- **THE PROBLEM**
Take every line containing "presentations" out of the records.

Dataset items
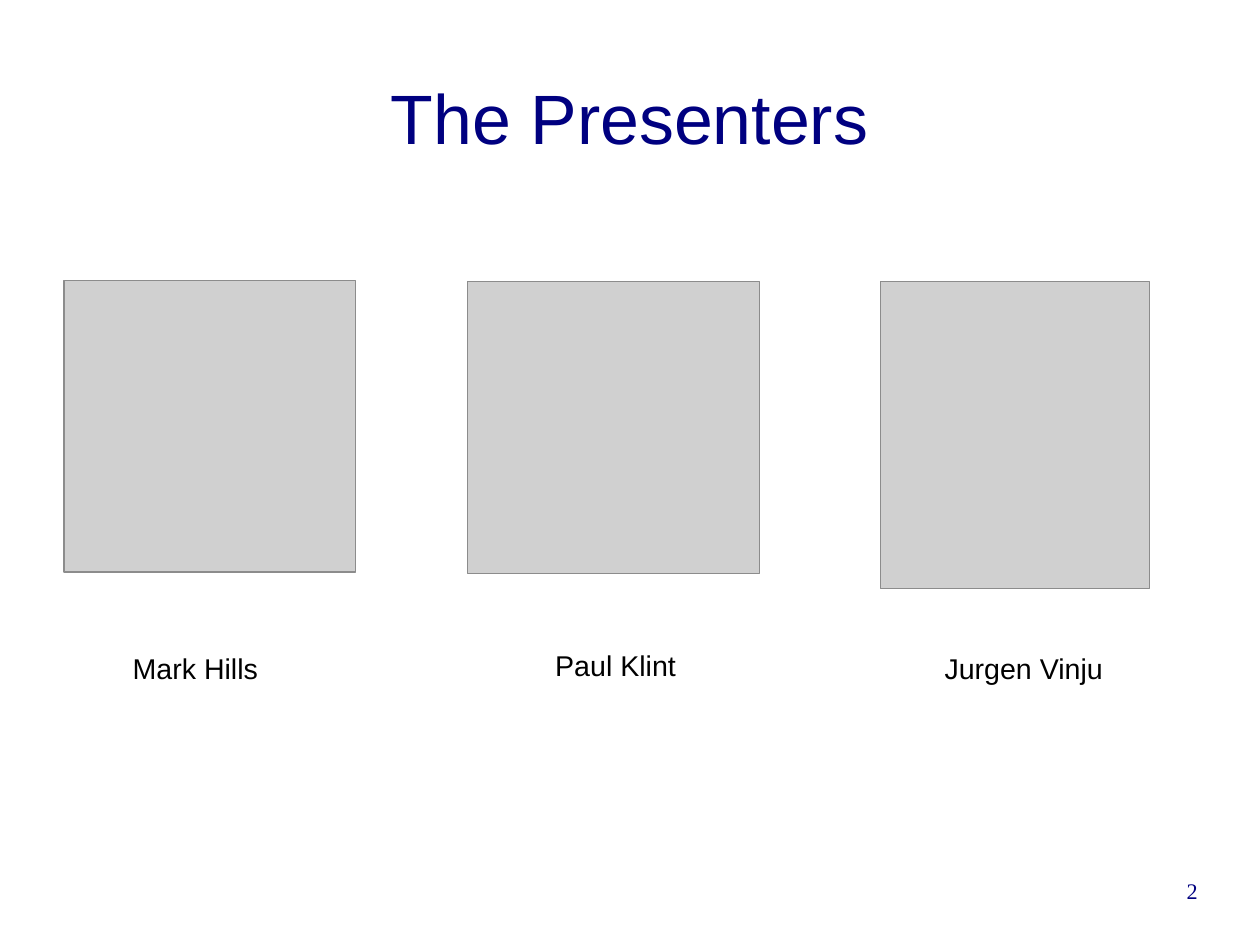
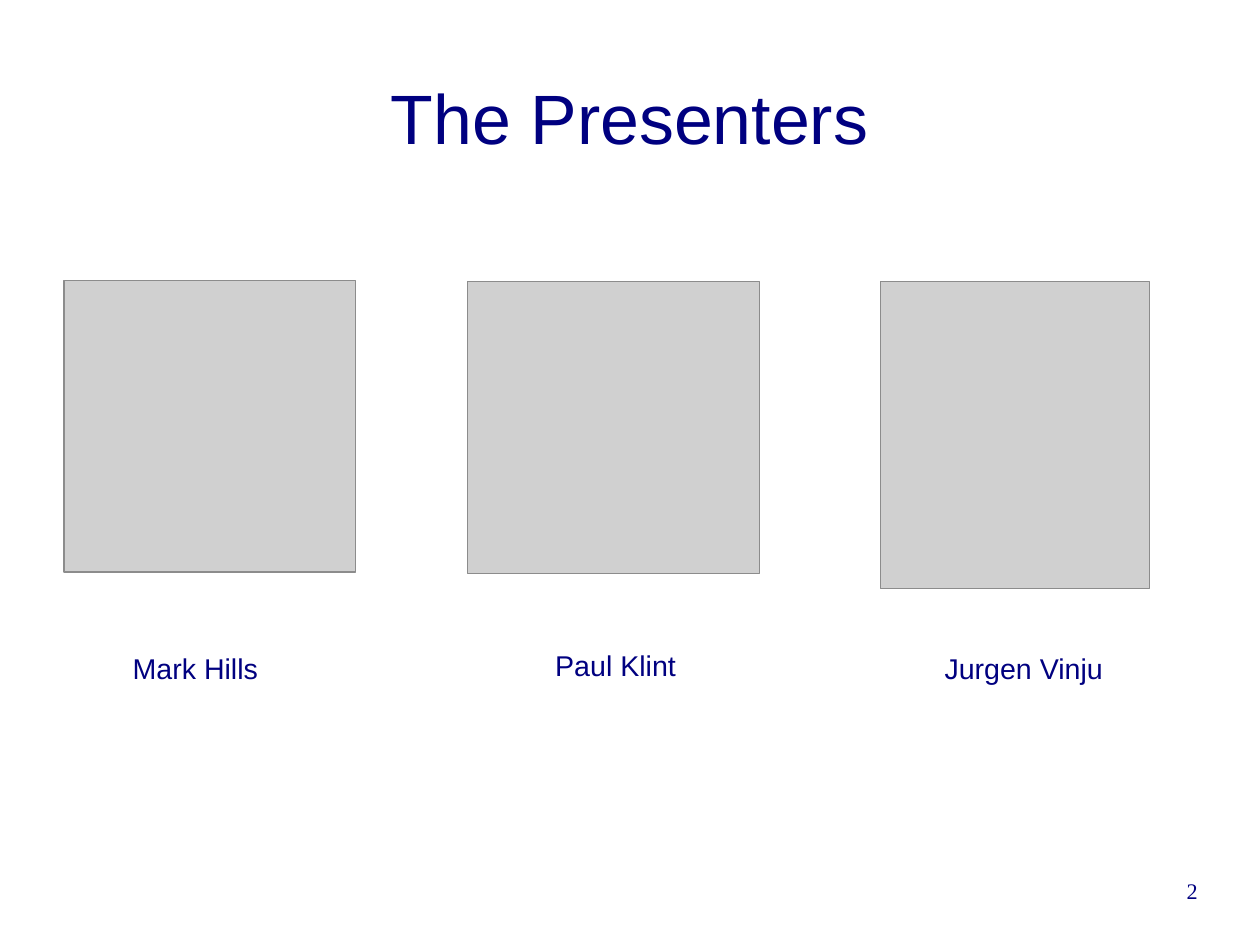
Before and after one commit to cwi-swat/rascal-course-pldi-2015, a slide deck: slide 2 of presentations/Welcome.odp. Drawn at 1260x945 pixels with LibreOffice and Linux fonts; fonts in the diff are those of the drawing; grey boxes stand for pictures; background and template pictures are left out. Boxes give left, top, right and bottom in pixels: in the first picture for what was removed or moved away, otherwise in the second. Text is boxed around its words. In the diff, an @@ line names an element or a change of style, - is before the commit and + after.

```diff
--- a/presentations/Welcome.odp
+++ b/presentations/Welcome.odp
@@ text colour #000000 to #000080 in 3 elements at box(133, 658, 258, 680), box(555, 655, 676, 677), box(945, 658, 1103, 685) @@
```
Also in this commit, not shown: 1 other slide changed, 1 other file.

- **ANSWER TO THIS PROBLEM**
Before and after one commit to cwi-swat/rascal-course-pldi-2015, a slide deck: slide 2 of presentations/Welcome.odp. Drawn at 1260x945 pixels with LibreOffice and Linux fonts; fonts in the diff are those of the drawing; grey boxes stand for pictures; background and template pictures are left out. Boxes give left, top, right and bottom in pixels: in the first picture for what was removed or moved away, otherwise in the second. Text is boxed around its words. In the diff, an @@ line names an element or a change of style, - is before the commit and + after.
--- a/presentations/Welcome.odp
+++ b/presentations/Welcome.odp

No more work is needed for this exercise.